Kitzbühel, Austria — April 14, 2026 The first meeting in the private bankruptcy proceedings against former Austrian Finance Minister Karl-Heinz Grasser took place at the District Court in Kitzbühel, with creditors filing claims totaling more than €35.6 million. The insolvency administrator recognized €23.1 million of the claims as valid, while the Republic of Austria emerged as the main creditor, seeking €12.9 million in damages from the Buwog trial and an additional €10.1 million in tax claims.
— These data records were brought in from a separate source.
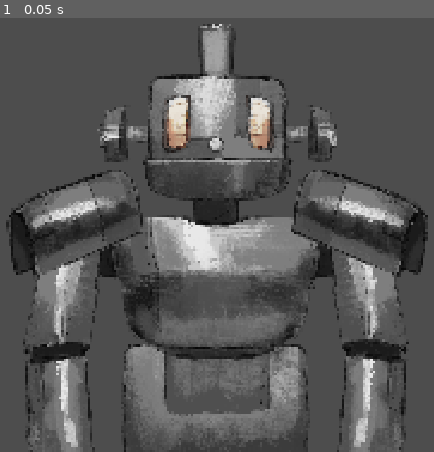
Above: before the commit, frame 1.
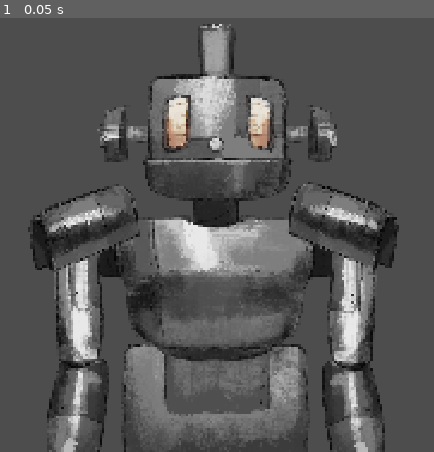
Above: after the commit, the same moment.

Repository: dismox/robots_ldjam_60
Game: Godot game, scene res://main/robot/robot.tscn
The game is run twice, just before and just after one commit, with the same random seed, the same clock (stepped at 60 frames per second) and the same inputs. The project has no main scene, so this scene is started directly.
Inputs:
- Up to frame 1 (0.05 s): no input

The runs differ from the first frame. In frame 1, 16% of the frame differs, in the area x 1-99%, y 35-100%.

Commit message:
фикс текстур робота

Diff:
--- a/main/robot/robot.tscn
+++ b/main/robot/robot.tscn
@@ -104,10 +104,10 @@
 [node name="BodyTop" type="TextureRect" parent="Wireframe" unique_id=1674611870]
 unique_name_in_owner = true
 layout_mode = 0
-offset_left = 69.0
-offset_top = 199.0
-offset_right = 575.0
-offset_bottom = 548.0
+offset_left = 79.0
+offset_top = 201.0
+offset_right = 561.0
+offset_bottom = 550.0
 texture = ExtResource("11_asxop")
 
 [node name="Heart" type="TextureRect" parent="Wireframe/BodyTop" unique_id=853200514]
@@ -118,37 +118,37 @@
 [node name="LeftArm" type="TextureRect" parent="Wireframe" unique_id=1720877252]
 unique_name_in_owner = true
 layout_mode = 0
-offset_left = -142.0
-offset_top = 222.0
-offset_right = 59.0
-offset_bottom = 776.0
+offset_left = -85.0
+offset_top = 214.99997
+offset_right = 65.0
+offset_bottom = 772.0
 texture = ExtResource("12_81ma6")
 
 [node name="LeftShoulder" type="TextureRect" parent="Wireframe/LeftArm" unique_id=1301256859]
 unique_name_in_owner = true
 layout_mode = 0
-offset_left = -38.0
-offset_top = -132.0
-offset_right = 291.0
-offset_bottom = 130.0
+offset_left = -42.0
+offset_top = -88.0
+offset_right = 224.21378
+offset_bottom = 124.0
 texture = ExtResource("13_tmtkg")
 
 [node name="RightArm" type="TextureRect" parent="Wireframe" unique_id=1702133536]
 unique_name_in_owner = true
 layout_mode = 0
-offset_left = 585.0
-offset_top = 219.0
-offset_right = 786.0
-offset_bottom = 773.0
+offset_left = 577.0
+offset_top = 219.99997
+offset_right = 727.0
+offset_bottom = 777.0
 texture = ExtResource("12_81ma6")
 flip_h = true
 
 [node name="RightShoulder" type="TextureRect" parent="Wireframe/RightArm" unique_id=389838525]
 unique_name_in_owner = true
 layout_mode = 0
-offset_left = -81.0
-offset_top = -130.0
-offset_right = 248.0
-offset_bottom = 132.0
+offset_left = -83.0
+offset_top = -99.0
+offset_right = 183.21375
+offset_bottom = 113.0
 texture = ExtResource("13_tmtkg")
 flip_h = true
Binary file changed: main/assets/robot_parts/arm/arm_1.png
Binary file changed: main/assets/robot_parts/body_top/body_top_1.png
Binary file changed: main/assets/robot_parts/shoulder/shoulder_1.png
Not shown, changed: main/assets/robot_parts/shoulder/shoulder_1.png.import
Not shown: 1 places in main/robot/robot.tscn that only renumber resources

Eight creditors submitted claims, with a disputed conditional claim of nearly €12.5 million also under review.

Grasser, who served as Austria’s finance minister from 2000 to 2007, offered to settle the debt with a payment of 3% of the total amount within two weeks, using funds from a third party. Meanwhile, the insolvency administrator is attempting to access bank accounts in Liechtenstein that may belong to Grasser, which are currently blocked due to a court order.

## Bankruptcy Claims and Creditors The proceedings revealed a complex financial landscape, with the Republic of Austria leading the list of creditors. The €12.9 million sought in damages stems from the Buwog trial, a high-profile corruption case involving allegations of bribery during Grasser’s tenure. The additional €10.1 million in tax claims further underscores the financial liabilities facing the former minister.

Of the €35.6 million in total claims filed, only €23.1 million were initially recognized as valid by the insolvency administrator. A conditional claim of €12.5 million remains disputed, pending further review. The discrepancy highlights the challenges in verifying the legitimacy of certain financial demands in high-stakes bankruptcy cases.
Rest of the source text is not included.